Потому что это была та самая тишина, которая поселилась здесь после смерти тёти.
Безжизненная, пустая, такая, в которой невозможно находиться, от которой хочется сбежать как можно дальше. Та самая, которая сидела рядом со мной, пока я распаковывала коробки. Которая наблюдала, как я убираю ее вещи в шкаф.
Я сделала еще шаг. Потом еще один.
— …Айван?
Теперь мой голос звучал тише. Почти исчезал, поглощенный паникой.
Эта тишина была настолько оглушающей, что кричала.
Я свернула на кухню. Свет не горел. Все было чисто. Открытая коробка с посудой из моей старой квартиры стояла рядом с раковиной, наполовину разобранная. На сушилке высыхали кружки, так и не занятые в шкафах. Подставка для салфеток в виде павлина была пуста.
В гостиной мягкий вечерний свет окрашивал все в оранжево-золотые оттенки — как натюрморт, запечатлевший место, где раньше стояло голубое кресло, оставившее отпечатки на восточном ковре.
Нет. Нет, нет, нет…
Я отступила назад, потом еще раз, надеясь, что квартира вдруг осознает свою ошибку и исправит ее. Но она не исправила.

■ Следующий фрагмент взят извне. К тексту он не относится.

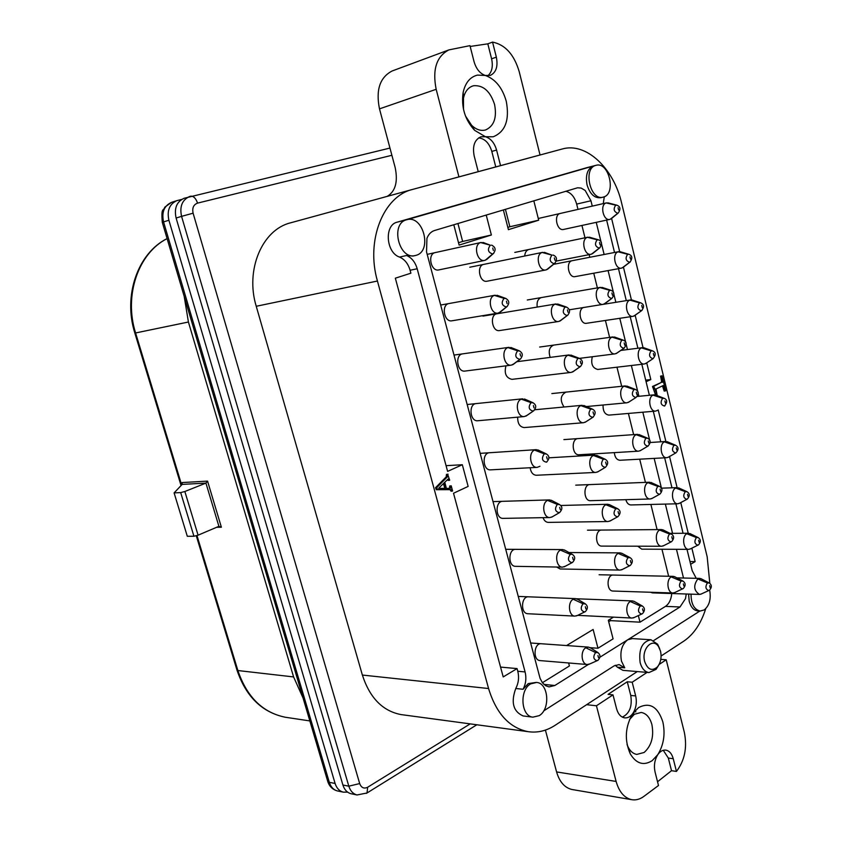 <?xml version="1.0" encoding="UTF-8"?>
<svg xmlns="http://www.w3.org/2000/svg" width="842" height="842" viewBox="0 0 842 842"><rect width="100%" height="100%" fill="white"/><g stroke="black" fill="none" stroke-linecap="round" stroke-linejoin="round"><path stroke-width="1.26" d="M701.386 593.926L699.47 594.431C693.766 590.674 693.219 585.495 697.818 578.928L699.755 578.391L701.47 578.938M675.063 592.421L672.968 592.989C667.38 593.147 665.938 579.643 671.242 576.907L673.284 576.36L675.168 576.97M634.321 617.449L631.963 618.06C626.132 618.112 624.764 604.398 630.321 601.525L632.605 600.925L634.689 601.672M589.863 663.906L587.242 664.517C581.296 664.359 580.138 650.803 585.822 647.782L588.474 647.109L590.726 648.014M690.608 548.784L688.672 549.352C683.22 549.689 681.62 536.28 686.809 533.733L690.356 533.775M679.726 503.137L677.768 503.779C672.137 504.284 670.306 490.486 675.684 488.044L679.115 488.107M668.516 457.122L666.738 457.701C660.949 458.395 658.865 444.176 664.422 441.85L667.727 441.924M657.591 410.307L655.602 411.107C649.645 412.012 647.288 397.35 653.045 395.14L656.213 395.224M646.34 363.113L644.351 363.986C638.225 365.112 635.573 349.977 641.541 347.904L644.551 347.988M634.963 315.382L632.973 316.329C626.69 317.697 623.712 302.078 629.9 300.131L632.742 300.226M631.416 299.889L623.438 267.125L621.47 268.135C615.039 269.745 611.724 253.61 618.123 251.811L620.796 251.905M611.797 218.299L609.84 219.394C603.272 221.267 599.578 204.595 606.219 202.943L608.703 203.038M577.601 615.386L574.918 616.112C568.739 616.144 567.329 602.156 573.223 599.241L575.654 598.63L578.022 599.504M565.192 566.287L562.467 567.129C556.046 567.382 554.362 552.931 560.488 550.121L562.667 549.573L565.15 550.394M552.363 516.778L549.879 517.546C543.227 518.051 541.217 503.095 547.584 500.401L549.51 499.916L552.11 500.695M539.933 466.279L537.154 467.373C530.26 468.131 527.913 452.659 534.533 450.091L536.186 449.67L538.891 450.386M527.071 415.348L524.282 416.569C517.167 417.632 514.42 401.592 521.324 399.161L525.492 399.445M514.052 363.807L511.262 365.154C503.926 366.533 500.769 349.893 507.947 347.599L511.915 347.883M500.853 311.614L498.096 313.098C490.549 314.813 486.929 297.542 494.401 295.405L498.148 295.668M487.486 258.789L484.771 260.389C477.025 262.472 472.899 244.538 480.698 242.57L484.182 242.812M663.77 545.605L661.633 546.247C655.865 546.595 654.181 532.681 659.686 530.06L661.517 529.565L663.485 530.144M622.47 569.371L620.07 570.087C614.029 570.329 612.408 556.183 618.165 553.426L620.238 552.878L622.417 553.583M652.339 498.253L650.192 498.98C644.225 499.527 642.288 485.181 647.982 482.666L651.666 482.771M610.482 520.724L608.061 521.535C601.798 521.998 599.893 507.389 605.872 504.747L607.724 504.263L609.997 504.926M640.646 450.449L638.615 451.165C632.468 451.922 630.248 437.114 636.152 434.725L639.688 434.84M598.199 471.615L595.904 472.415C589.432 473.109 587.221 458.016 593.431 455.49L597.41 455.68M629.1 401.887L626.922 402.792C620.596 403.792 618.06 388.499 624.185 386.225L627.564 386.352M586.085 421.684L583.622 422.705C576.938 423.663 574.391 408.044 580.854 405.644L584.653 405.844M617.281 352.872L615.102 353.861C608.587 355.103 605.714 339.294 612.081 337.168L615.292 337.295M573.665 371.259L571.202 372.396C564.319 373.627 561.393 357.461 568.108 355.208L571.729 355.398M605.303 303.267L603.146 304.351C596.462 305.867 593.231 289.511 599.83 287.532L602.851 287.659M561.088 320.234L558.646 321.476C551.563 323.012 548.237 306.256 555.215 304.151L558.635 304.341M593.2 253.095L591.052 254.263C584.211 256.052 580.58 239.139 587.432 237.307L590.253 237.433M548.352 268.598L545.932 269.935C538.669 271.787 534.912 254.421 542.164 252.474L545.363 252.653M303.078 698.06L293.595 676.926L188.419 322.023L184.177 296.31M174.105 492.896L180.683 492.591L193.934 536.249L187.303 536.291L174.105 492.896L182.156 484.403L182.146 482.55L207.553 481.119L221.383 527.239L216.615 527.303M207.553 481.119L205.932 483.097L218.899 526.334L221.383 527.239M193.934 536.249L198.08 535.186L218.899 526.334M182.156 484.403L205.932 483.097L184.851 491.507L198.08 535.186M180.683 492.591L184.851 491.507M663.264 750.285L668.316 758.053L673.253 758.737C671.863 753.737 669.411 750.864 665.896 750.127C662.864 749.769 660.16 751.285 657.781 754.674C663.749 744.886 665.433 733.971 662.854 721.952C657.844 706.712 649.771 701.912 638.636 707.543L632.879 713.395C625.132 726.593 624.28 740.107 630.311 753.948C636.363 763.757 643.646 765.999 652.171 760.663L657.781 754.674C654.613 759.884 653.708 765.683 655.076 772.082L658.497 785.502L643.867 796.406C639.888 799.321 635.794 800.405 631.584 799.658C624.238 797.9 619.081 791.827 616.112 781.439L596.441 705.775L586.621 704.691L555.078 725.32C546.458 730.909 537.47 733.024 528.113 731.666C509.421 727.909 496.243 713.532 488.57 688.524L377.437 281.017C365.66 240.57 383.289 196.323 412.454 189.461L458.932 176.873L436.167 89.305C432.262 69.497 436.514 56.351 448.923 49.889L469.962 45.647L474.035 61.592C476.183 68.928 479.94 73.549 485.297 75.464L477.467 75.096C470.152 76.917 465.384 82.663 463.163 92.336C461.058 107.008 464.879 119.69 474.646 130.352L485.424 136.73L493.191 136.793C505.368 131.794 509.726 119.943 506.263 101.261C502.369 87.705 495.38 79.106 485.308 75.464L490.339 75.401C496.138 72.517 498.138 66.423 496.348 57.14L492.559 42.1C505.242 44.679 514.136 54.541 519.219 71.696L540.038 154.97L530.492 157.58L562.235 149.002C586.095 141.972 613.723 168.232 621.628 203.09L707.175 556.804L709.838 583.411M412.401 189.482L290.616 222.814C262.251 229.582 245.043 269.872 256.242 306.277L362.376 675.052C369.733 697.786 382.573 710.964 400.897 714.563L402.381 714.763M705.722 608.703C701.028 623.554 693.755 634.352 683.872 641.099L661.096 655.992M545.406 730.088L556.583 771.925L616.112 781.439M572.571 789.607L571.981 789.501C564.656 787.775 559.52 781.913 556.583 771.925M387.173 196.386C395.435 191.439 398.098 181.84 395.172 167.579L379.489 108.86C375.669 89.936 379.91 77.296 392.214 70.949L448.923 49.889M627.058 744.581L628.385 747.58C630.574 751.517 633.373 753.801 636.784 754.421L644.13 752.474C651.487 745.865 654.076 736.571 651.897 724.583C649.898 717.458 646.34 713.416 641.236 712.448L634.373 714.269L629.542 719.531M660.791 659.381L666.211 659.791L684.325 732.277C687.367 747.475 684.746 760.526 676.452 771.419L671.516 770.693L657.539 781.755M539.185 715.658C550.594 709.206 548.563 683.062 536.596 682.441L530.681 683.862C519.23 689.977 520.966 716.31 532.881 717.152L539.185 715.658M416.095 255.326C432.588 251.126 423.305 214.742 406.918 219.709L406.591 219.794C389.993 223.583 398.971 260.178 415.285 255.536L416.095 255.326M603.546 197.028C616.533 193.818 608.871 161.275 596.02 165.316L595.831 165.369C582.738 168.274 590.253 201.049 603.061 197.165L603.546 197.028M691.04 594.157C691.093 603.998 694.166 609.629 700.239 611.039L704.207 609.934C709.385 605.619 711.216 598.988 709.669 590.053M463.521 109.502L463.468 98.146C464.868 91.841 467.889 87.81 472.499 86.063L473.741 85.716C483.371 85.095 490.307 91.346 494.57 104.482C497.043 117.554 494.075 126.037 485.666 129.921L485.076 130.078C480.519 131.068 476.067 129.51 471.699 125.405L465.468 115.964M389.962 148.066L184.114 198.28C176.683 201.68 174.01 208.258 176.104 218.036L342.904 785.018C344.431 789.796 347.167 792.701 351.125 793.753L351.556 793.838M347.609 792.122L343.304 792.154C339.368 791.112 336.632 788.217 335.105 783.47L168.895 220.257C166.811 210.542 169.484 204.006 176.894 200.628L181.651 199.438M528.944 249.474C526.429 250.19 525.019 252.379 524.703 256.021M483.866 264.356C476.151 265.483 479.508 283.08 487.065 281.207L545.932 269.935M541.427 297.552C537.985 298.7 536.575 301.868 537.196 307.077M497.001 313.761C489.328 314.582 492.023 332.127 499.58 330.569L558.646 321.476M553.773 345.094C549.363 346.915 548.174 351.009 550.205 357.387M505.958 365.828C504.053 373.448 506.053 377.953 511.957 379.353L571.202 372.396M565.971 392.109C560.425 395.235 559.772 400.203 564.014 407.002M517.704 417.169C517.556 423.473 519.714 426.947 524.198 427.578L583.622 422.705M578.022 438.598C570.95 438.629 571.992 455.522 579.022 454.764L638.615 451.165M530.134 467.742C530.892 472.457 532.954 474.951 536.312 475.256L595.904 472.415M589.937 484.582C582.948 484.382 583.495 501.211 590.463 500.685L650.192 498.98M543.027 517.672C544.174 520.672 545.942 522.25 548.3 522.387L608.061 521.535M601.714 530.071C594.82 529.629 594.884 546.405 601.788 546.111L661.633 546.247M556.615 567.024L560.162 568.981L620.07 570.087M613.355 575.054C606.566 574.402 606.177 591.116 612.987 591.042L672.968 592.989M560.277 213.447C553.362 214.615 556.825 231.329 563.582 229.445L609.84 219.394M435.23 252.589C427.094 253.926 430.893 271.998 438.85 269.903L484.771 260.389M572.307 260.683C565.403 261.599 568.329 278.26 575.097 276.629L621.47 268.135M449.081 303.52C440.966 304.509 444.018 322.539 451.996 320.791L498.096 313.098M584.116 307.414C577.317 308.214 579.78 324.686 586.495 323.296L632.973 316.329M462.763 353.84C454.691 354.493 457.017 372.469 464.984 371.069L511.262 365.154M592.305 356.745C590.705 363.902 592.526 368.143 597.767 369.449L644.351 363.986M476.267 403.571C468.268 403.897 469.899 421.831 477.835 420.747L524.282 416.569M603.072 405.013C602.872 411.096 604.819 414.453 608.924 415.106L655.602 411.107M489.612 452.733C481.698 452.733 482.666 470.615 490.539 469.847L537.154 467.373M614.313 452.628C614.892 457.395 616.776 459.942 619.965 460.269L666.738 457.701M502.79 501.316C494.97 501.022 495.307 518.83 503.116 518.367L549.879 517.546M625.848 499.674C626.827 503.032 628.511 504.79 630.9 504.947L677.768 503.779M515.799 549.342C508.105 548.763 507.842 566.508 515.557 566.329L562.467 567.129M637.752 546.195L641.73 549.152L688.672 549.352M528.639 596.82C521.072 595.978 520.261 613.639 527.871 613.734L574.918 616.112M650.613 592.263L652.445 592.894L699.47 594.431M541.322 643.751C533.902 642.657 532.565 660.254 540.059 660.591L587.242 664.517M659.654 648.635L657.602 644.214L650.982 639.762C642.151 641.551 638.531 649.171 640.141 662.633C641.836 668.569 644.772 671.874 648.961 672.558L656.076 669.358L658.781 665.033M644.677 661.528C641.088 649.077 652.782 636.91 658.633 646.761L660.538 651.213C661.791 657.423 660.749 662.665 657.413 666.927C651.929 671.484 647.687 669.685 644.677 661.528M666.211 659.791L659.086 664.485M647.077 672.4L632.184 682.22L635.678 695.934C637.078 702.417 636.142 708.238 632.879 713.395C630.5 716.689 627.743 718.173 624.627 717.858C620.796 717.131 618.112 714.09 616.576 708.743L612.997 694.861L596.441 705.775M673.253 758.737L676.452 771.419M458.932 176.873L478.224 171.663L474.162 155.875C472.32 146.055 474.572 139.688 480.898 136.793L485.424 136.73C490.77 138.456 494.486 142.898 496.58 150.065L500.548 165.632L540.038 154.97M637.278 671.569L586.621 704.691M612.997 694.861L608.071 694.366L627.258 681.767L632.184 682.22M500.548 165.632L478.224 171.663M449.46 179.462L530.492 157.58M470.173 46.457L487.813 43.837L492.559 42.1M622.333 717.121C629.584 713.595 632.395 706.364 630.753 695.439L627.258 681.767M496.58 150.065L491.802 151.423L495.77 166.937M491.802 151.423C489.255 143.14 484.866 138.625 478.645 137.877M668.316 758.053L671.516 770.693M487.813 43.837L491.602 58.814C493.233 66.444 491.96 72.117 487.802 75.822M700.239 611.039L697.797 610.934C693.724 610.408 690.861 607.166 689.198 601.22L688.588 594.073M696.239 578.307L692.187 570.655L686.988 549.352M683.072 533.291L675.884 503.832M671.969 487.802L664.654 457.816M660.749 441.808L653.297 411.306M649.393 395.287L641.825 364.281M637.91 348.23L630.216 316.75M626.29 300.626L618.491 268.682M614.534 252.474L606.629 220.088M603.251 203.617L604.303 196.744M601.135 197.596L600.651 197.723C594.441 198.28 589.905 194.007 587.053 184.882C585.316 175.031 587.442 168.737 593.421 165.99L406.918 219.709M588.337 664.485L554.836 685.493L549.047 686.893L545.784 685.788L542.48 682.83L540.08 678.378L426.526 251.874L426.947 238.328C428.567 234.234 431.083 231.624 434.514 230.519L577.601 187.777L581.148 188.071L585.169 190.45L590.947 200.764L592.263 206.132M596.241 222.351L604.135 254.495M608.082 270.587L615.86 302.31M619.786 318.308L627.458 349.567M631.363 365.512L638.92 396.298M642.825 412.201L650.256 442.492M654.16 458.395L661.465 488.181M665.369 504.095L672.548 533.354M676.463 549.3L683.504 578.022M686.262 593.999L685.483 598.673L680.01 606.977L627.669 639.804C621.838 644.519 619.775 651.634 621.48 661.159L624.743 667.801L617.407 667.19L622.954 670.348L648.961 672.558M413.022 256.042L406.602 255.494C411.717 257.747 415.243 262.167 417.179 268.756L525.092 671.927C526.566 678.042 525.892 683.82 523.071 689.272L528.218 683.609L536.27 682.409M650.982 639.762L632.342 638.583L627.669 639.804L599.799 657.297M543.69 710.901L614.071 665.896L619.102 664.591L624.743 667.801M653.708 640.552L699.891 611.018M586.653 167.726L397.182 222.162C384.078 224.961 385.952 252.663 399.54 257.073C404.644 259.315 408.16 263.704 410.096 270.261L410.885 273.197L395.34 278.186L447.607 471.383L462.321 464.731L468.141 486.413L453.522 493.244L503.211 676.915L517.072 668.59L517.788 671.253C519.251 677.336 518.577 683.083 515.767 688.503C510.736 702.312 513.178 711.458 523.092 715.942L523.44 715.984M671.737 593.526C671.179 599.588 669.085 603.872 665.464 606.377L640.004 622.175L610.524 620.628L608.703 621.733M613.502 617.144L608.324 620.27L613.081 638.867L597.967 648.245L590.231 647.687M568.624 662.97L569.413 665.959L542.385 682.715M565.719 191.26C570.939 192.534 574.581 196.817 576.665 204.09L577.98 209.395M581.948 225.456L584.99 237.791M589.158 254.631L589.81 257.284M593.747 273.218L597.378 287.89M605.419 320.465L609.608 337.389M616.976 367.196L621.691 386.299M628.395 413.443L633.637 434.63M639.699 459.185L645.435 482.392M650.887 504.453L657.097 529.597M661.959 549.247L668.632 576.254M446.06 465.679L462.321 464.731M500.558 667.096L517.072 668.59M645.688 380.121L650.813 379.574L646.74 362.849M643.035 347.62L635.152 315.245M619.67 251.632L611.597 218.478M646.077 381.71L650.813 379.574M689.966 561.551L695.134 561.614L691.861 548.184M688.23 533.26L680.768 502.611M677.115 487.623L669.485 456.29M665.885 441.471L658.202 409.938M690.64 564.308L695.134 561.614M533.817 200.806L538.701 220.194L508.41 229.666L503.358 209.921M486.223 215.047L491.37 235.002L459.132 245.096L453.796 224.751M566.561 645.551L593.126 629.469L597.967 648.245M638.341 615.597L640.004 622.175M505.41 209.311L509.863 226.751L538.701 220.194M509.863 226.751L507.831 227.393M457.943 223.509L462.637 241.454L491.37 235.002M462.637 241.454L458.511 242.749M568.076 644.635L568.35 645.677M610.145 619.165L610.524 620.628M615.239 665.264L617.407 667.19M444.776 488.392L443.46 483.518M447.955 479.845L449.144 479.793L448.312 478.919L444.765 482.255L446.449 488.497L450.407 488.223L451.217 485.813L452.607 490.949L451.27 489.612L437.472 489.665L436.703 487.665L447.397 476.825L447.67 474.351L449.681 480.172L448.102 480.403L447.776 479.34M448.575 488.413L449.786 487.739L449.628 486.045L451.217 485.813M452.217 491.139L451.017 491.181L450.07 489.655L436.282 489.707L435.514 487.707L446.207 476.877L446.481 474.414L448.06 474.172M655.55 394.961L652.518 386.457L661.128 382.521L661.549 381.152L660.57 376.1L662.054 375.837L665.685 390.835L664.201 391.088L662.454 385.878M665.401 390.962L664.022 386.246L663.086 385.583L655.992 389.004L657.076 394.835L655.844 395.066M656.781 394.972L656.328 393.098L655.129 393.214M656.328 393.098L655.75 390.962L654.55 391.088M655.75 390.962L655.171 389.267L653.971 389.383M655.171 389.267L654.56 387.994L653.36 388.109M654.56 387.994L653.908 387.141L652.708 387.257M653.908 387.141L653.718 386.341L652.518 386.457M653.718 386.341L661.128 382.521M662.328 382.394L662.665 381.952L661.465 382.079M662.665 381.952L662.749 381.026L661.549 381.152M662.749 381.026L662.612 379.7L661.412 379.826M662.612 379.7L662.275 378.047L661.075 378.174M662.275 378.047L661.77 375.964L660.57 376.1M664.948 389.099L663.749 389.225M664.475 387.394L663.275 387.52M664.022 386.246L662.822 386.362M663.559 385.647L662.801 385.72M448.954 479.235L447.828 479.287M450.407 488.223L449.207 488.276M450.712 488.013L449.523 488.065M450.975 487.697L449.786 487.739M451.07 487.171L449.87 487.223M450.933 486.413L449.744 486.465M450.828 485.992L449.628 486.045M452.101 490.718L450.912 490.76M451.901 490.191L450.702 490.233M451.617 489.812L450.428 489.865M451.27 489.612L450.07 489.655M450.838 489.591L449.649 489.634M437.472 489.665L436.282 489.707M436.703 487.665L435.514 487.707M447.397 476.825L446.207 476.877M447.691 476.362L446.492 476.414M447.849 475.877L446.66 475.93M447.881 475.351L446.692 475.414M447.786 474.772L446.597 474.835M447.67 474.351L446.481 474.414M449.291 480.35L449.144 479.793M438.598 488.36L444.408 482.571L445.986 488.392L438.598 488.36M709.659 585.664L710.164 587.716L709.659 585.664M700.618 594.273L708.806 590.547C705.543 589.337 705.07 586.811 707.406 582.959L697.818 578.928M707.406 582.959L709.269 582.98M683.357 583.885L683.893 586.021L683.357 583.885M683.009 588.705L682.557 588.926C679.062 587.705 678.568 585.095 681.041 581.085L671.242 576.907M681.041 581.085L683.041 581.127M642.541 608.861L643.099 611.05L642.541 608.861M633.373 617.891L641.709 614.039C638.068 612.797 637.562 610.103 640.183 605.956L630.321 601.525M642.267 613.776L641.741 614.029M640.183 605.956L642.414 606.051M597.946 655.508L598.525 657.718L597.946 655.508M588.811 664.37L597.083 660.728C593.347 659.475 592.842 656.739 595.589 652.529L585.822 647.782M597.662 660.465L597.125 660.717M595.589 652.529L598.094 652.676M698.649 540.259L699.165 542.332L698.649 540.259M698.344 544.963L697.934 545.174C694.524 544.006 694.019 541.469 696.387 537.564L686.809 533.733M696.387 537.564L698.207 537.596M687.525 494.338L688.04 496.443L687.525 494.338M679.41 503.337L686.914 499.317C683.388 498.18 682.841 495.622 685.251 491.665L675.684 488.044M685.251 491.665L687.019 491.707M678.473 487.813L686.64 491.528C689.861 493.328 690.093 495.843 687.335 499.074L687.114 499.222M676.263 447.912L676.789 450.028L676.263 447.912M668.19 457.311L675.768 452.943C672.137 451.838 671.548 449.281 674 445.25L664.422 441.85M674 445.25L675.694 445.302M664.885 400.96L665.412 403.108L664.885 400.96M664.938 405.77L664.506 406.044C660.76 404.981 660.128 402.413 662.612 398.308L653.045 395.14M662.612 398.308L664.254 398.371M653.371 353.472L653.908 355.65L653.371 353.472M645.382 363.702L653.013 358.671C649.214 357.482 648.582 354.871 651.098 350.851L641.541 347.904M651.098 350.851L652.666 350.914M643.814 347.725L652.234 350.746C655.844 352.124 656.139 354.745 653.129 358.618L653.013 358.671M641.73 305.457L642.278 307.646L641.73 305.457M633.794 316.108L641.394 310.751C637.541 309.435 636.899 306.804 639.446 302.846L629.9 300.131M639.446 302.846L640.941 302.91M642.025 310.34L641.394 310.751M629.963 256.884L630.511 259.104L629.963 256.884M622.07 267.977L629.637 262.294C625.732 260.841 625.08 258.168 627.669 254.284L618.123 251.811M627.669 254.284L629.079 254.358M630.374 261.809L629.637 262.294M618.049 207.753L618.607 209.995L618.049 207.753M610.208 219.299L617.744 213.268C613.786 211.679 613.123 208.984 615.755 205.174L606.219 202.943M615.755 205.174L617.07 205.248M607.871 202.827L616.597 205.111C620.417 206.416 620.954 209.069 618.196 213.058L617.744 213.268M585.348 606.714L585.937 608.945L585.348 606.714M585.085 611.776L584.674 611.976C580.738 610.787 580.191 608.04 582.98 603.746L573.223 599.241M582.98 603.746L585.443 603.914M572.602 557.33L573.192 559.583L572.602 557.33M564.14 566.845L572.055 562.656C567.982 561.509 567.382 558.751 570.223 554.383L560.488 550.121M564.75 566.561L572.076 562.645M570.223 554.383L572.139 554.268M564.329 549.942L572.634 554.552M559.688 507.347L560.288 509.631L559.688 507.347M551.594 517.188L559.32 512.715C555.088 511.641 554.415 508.873 557.32 504.411L547.584 500.401M551.899 517.041L559.33 512.715M557.32 504.411L559.656 504.6M546.626 456.753L547.237 459.069L546.626 456.753M547.047 461.763L546.426 462.174C542.038 461.184 541.311 458.406 544.248 453.838L534.533 450.091M544.248 453.838L546.521 454.027M533.407 405.539L534.017 407.875L533.407 405.539M525.745 416.201L533.228 411.085C528.765 409.938 528.029 407.128 531.018 402.644L521.324 399.161M531.018 402.644L533.207 402.834M533.986 410.57L533.228 411.085M520.019 353.693L520.64 356.061L520.019 353.693M512.42 364.86L519.861 359.355C515.336 358.06 514.599 355.219 517.63 350.819L507.947 347.599M517.63 350.819L519.725 351.009M520.766 358.745L519.861 359.355M506.463 301.194L507.094 303.594L506.463 301.194M498.938 312.877L506.337 306.993C501.748 305.541 500.99 302.667 504.074 298.352L494.401 295.405M504.074 298.342L506.063 298.531M507.379 306.267L506.337 306.993M492.738 248.043L493.38 250.484L492.738 248.043M485.287 260.252L492.633 253.979C487.981 252.368 487.213 249.453 490.349 245.222L480.698 242.57M490.349 245.222L483.045 242.454M491.539 245.159L492.212 245.39M493.822 253.147L493.286 253.653M491.528 245.148C495.601 247.074 496.18 249.906 493.265 253.663L492.633 253.979M671.79 536.796L672.326 538.943L671.79 536.796M662.917 546.026L671.085 541.901C667.495 540.711 666.959 538.08 669.474 534.007L659.686 530.06M663.549 545.732L671.2 541.859M669.474 534.007L671.421 534.07M630.384 560.509L630.953 562.719L630.384 560.509M630.258 565.445L629.732 565.729C625.911 564.54 625.353 561.835 628.027 557.614L618.165 553.426M622.238 569.518L629.827 565.687M628.027 557.614L630.205 557.72M660.096 489.16L660.644 491.339L660.096 489.16M651.897 498.517L659.539 494.307C655.802 493.17 655.213 490.518 657.77 486.381L647.982 482.666M657.77 486.381L659.665 486.455M618.091 511.568L618.659 513.809L618.091 511.568M609.987 521.03L617.575 516.851C613.618 515.714 613.008 512.988 615.723 508.694L605.872 504.747M615.723 508.694L617.849 508.81M648.266 440.966L648.814 443.166L648.266 440.966M647.824 446.176C643.972 445.081 643.33 442.418 645.93 438.208L636.152 434.725M640.109 450.765L648.308 445.881M645.93 438.208L647.761 438.293M605.651 462.048L606.229 464.31L605.651 462.048M597.42 472.057L605.261 467.394C601.177 466.3 600.514 463.574 603.272 459.195L593.431 455.49M597.599 471.973L605.272 467.384M603.272 459.195L605.335 459.322M636.289 392.214L636.847 394.445L636.289 392.214M628.195 402.455L635.952 397.508C631.984 396.382 631.321 393.709 633.952 389.478L624.185 386.225M633.952 389.478L635.71 389.562M593.052 411.938L593.642 414.222L593.052 411.938M585.064 422.326L592.779 417.348C588.579 416.253 587.874 413.496 590.674 409.096L580.854 405.644M590.674 409.096L592.663 409.223M593.368 416.958L592.779 417.348M624.185 342.883L624.743 345.146L624.185 342.883M616.134 353.587L623.859 348.293C619.838 347.03 619.165 344.325 621.838 340.168L612.081 337.168M621.838 340.168L623.512 340.252M624.49 347.872L623.859 348.293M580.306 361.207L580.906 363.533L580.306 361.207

И тогда я бросилась к двери. Захлопнула ее. Руки дрожали, когда я снова вставила ключ в замок, отперла дверь и вошла. Тьма. Тишина. Пустота. Я закрыла дверь. Открыла снова. И снова.
На пятый раз я просто остановилась в проеме и посмотрела на пустую квартиру, куда золотистый свет стекал, как в безмолвное убежище, в котором больше никто не жил.
Я поняла.
Что бы это ни было — оно закончилось. Больше никаких разговоров за картонной пиццей. Никаких танцев под мелодию скрипки мертвой женщины. Никаких поцелуев со вкусом лимонного пирога. Или… Или…
Соседка через коридор выглянула из своей квартиры. Женщина в очках с густыми черными волосами, она посмотрела на меня с тревогой.
— Клементина, ты в порядке?
Нет, нет, я была далеко не в порядке.
Но она не поймет.
Поэтому я взяла себя в руки. Собрала себя обратно, как училась делать последние несколько месяцев. Я стала в этом мастером. Каменщиком, искусно возводящим стены вокруг эмоций.
— Все хорошо, мисс Эйвери, — ответила я удивительно ровным голосом. — Просто пришла домой.
Она кивнула и скрылась за дверью.
Я привалилась спиной к двери B4, глубоко вдохнула и выдохнула. Колени казались слабыми, грудь сжалась. Я медленно опустилась на ковровое покрытие. Старалась убедить себя, что знала, что так и будет.
Что все эти «а что, если» можно сложить в небольшую коробку в голове — все невозможные выходные, которые я придумала, изучая родимое пятно у него на ключице и шрамы на пальцах, которые слишком часто встречались с ножами.
— Это были идеальные выходные, — прошептала я, удерживая сомнения подальше. — Еще чуть-чуть… и все бы пошло наперекосяк. Вдруг бы выяснилось, что он слушает Nickelback или… или что-то похуже.
Одних выходных было достаточно.
Одного воспоминания — вполне хватало.
Хватало.
В груди поднялась волна горя. Я не собиралась просто так с этим смириться.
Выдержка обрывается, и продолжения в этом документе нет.